Mark: But despite what I just said about Emmerich, I think voters will make room for supporting newcomer Corey Stoll on House of Cards. After all, they won't get another chance to honor his alternately craven and empathetic turn as a morally bankrupt senator. Remember how burch and awesome he was as Ernest Hemingway in Midnight In Paris? That just makes his weaselly weakness on this show all the more impressive.

Joe: I try not to be a cynical awards predictor, but the nominations year after year make it so, so hard. And sometimes, a performance is so over-the-top terrible that voters are hard-pressed to ignore it. Boardwalk Empire is probably not going to be a huge Emmy presence in this, its third season. But featured villains on dramas have historically done pretty well, Emmy-wise, and the bigger the better. They don't come much bigger than what Bobby Cannavale was doing with Gyp Rosetti. No piece of scenery was safe, and he'll have no shortage of big, blustery episodes to submit.

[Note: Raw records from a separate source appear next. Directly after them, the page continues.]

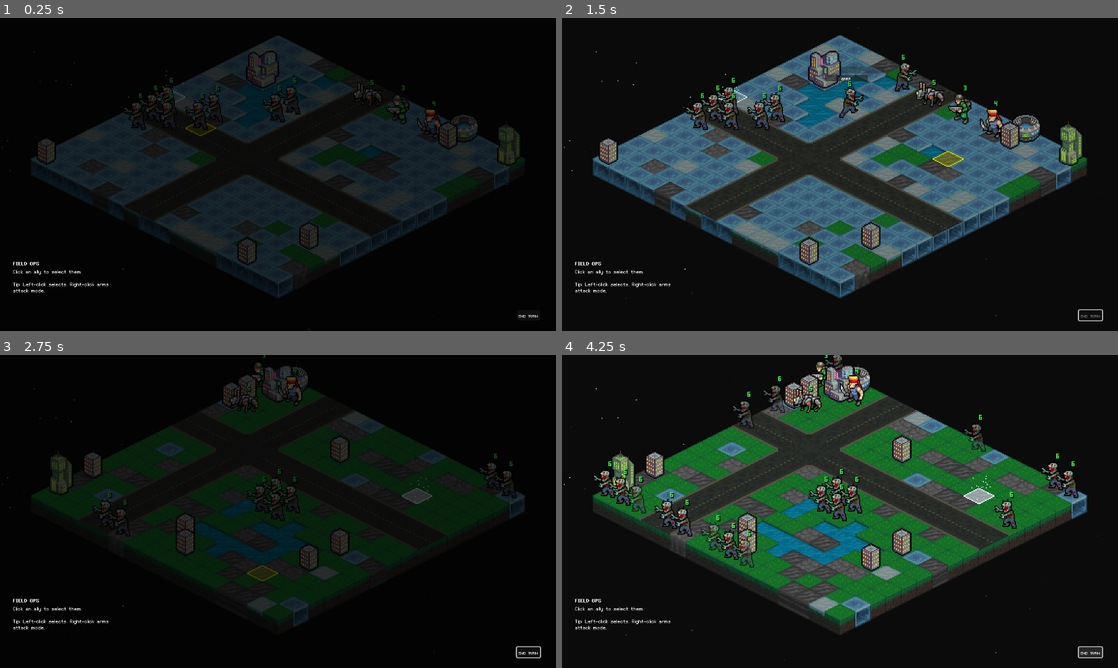
Above: before the commit, frames 1-4 (two rows, left to right).
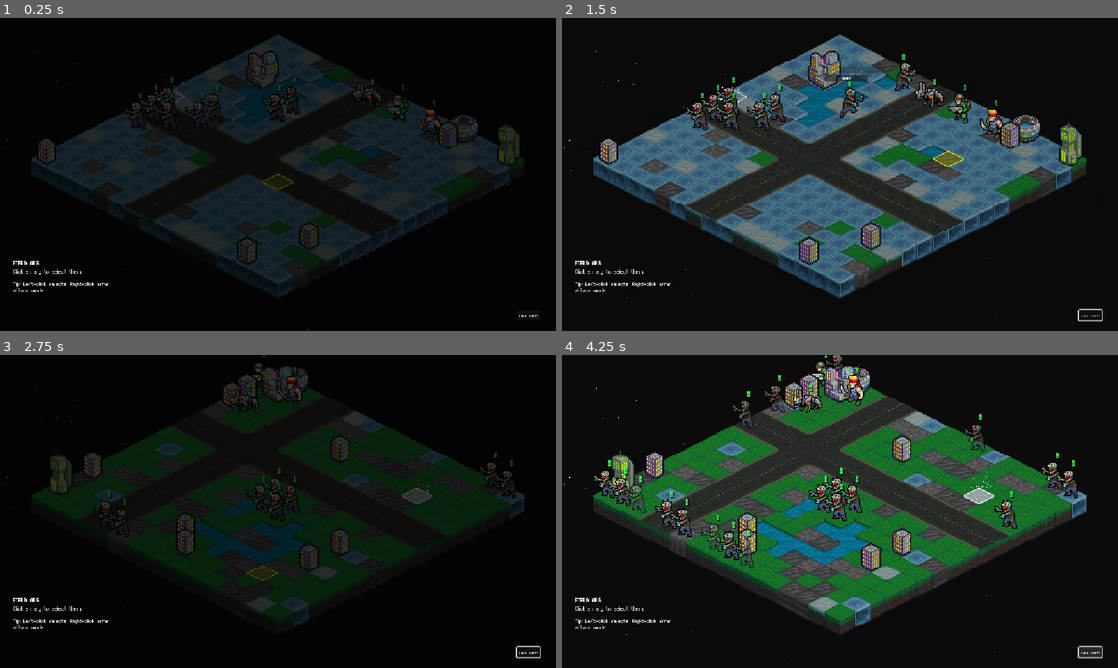
Above: after the commit, the same moments.

Repository: Tekknobot/MEKIII
Game: Godot game, scene res://scenes/Game.tscn
Two runs of this game, one before a commit and one after it. Both use one fixed random seed, a clock stepped at 60 frames per second and the inputs below.
Inputs (mouse positions are in pixels of both pictures, inside the frame that each line leads up to):
- Up to frame 1 (0.25 s): no input
- Up to frame 2 (1.5 s): click "End Turn" at 0.5 s; tap Enter (ui_accept) at 1.25 s; move the mouse to (962, 158) at 1.27 s; tap R at 1.35 s; click (962, 158) at 1.42 s
- Up to frame 3 (2.75 s): tap Enter (ui_accept) at 1.52 s; drag from (166, 527) to (250, 574) at 2.02 s
- Up to frame 4 (4.25 s): click "End Turn" at 2.75 s; click "End Turn" at 3.5 s

The runs differ from the first frame. In frame 1, 1.1% of the frame differs, in the area x 1-97%, y 5-100%; in frame 2, 4.2%; in frame 3, 1.2%; in frame 4, 4.6%, in the area x 0-98%, y 0-98%.

Commit message:
Viewport expand.

Diff:
--- a/project.godot
+++ b/project.godot
@@ -26,7 +26,7 @@
 
 window/size/mode=3
 window/stretch/mode="canvas_items"
-window/stretch/scale_mode="integer"
+window/stretch/aspect="expand"
 
 [rendering]

Mark: Old Man Joe, Crotchety Emmy Pundit! I mean... call me Pollyanna of the Airwaves, but I don't think that Cannavale, whose constant employment in theatre and television mystifies me, is going to be rewarded for his braying bullshit. And especially not for Boardwalk Empire, which might as well be NCIS for as much as anybody talks about it. House of Cards is a buzzy, must-watch show, Corey Stoll is hot without his shirt on, and there is sometimes justice in this world.

Joe: Don't tell me about raving over Corey Stoll without his shirt on! I invented raving about Corey Stoll without his shirt on! I think my reservations for a Kate Mara nomination all count for Stoll as well: Basically, I have no idea how much the Emmy voters will like House of Cards as a series and not just a Spacey/Wright vehicle. Best-case scenario, it's Damages (two supporting nominations in its first season, with a Zeljko Ivanek win that actually feels very Stoll-like). Worst-case, it's Dexter, a leading-actor vehicle and nothing but.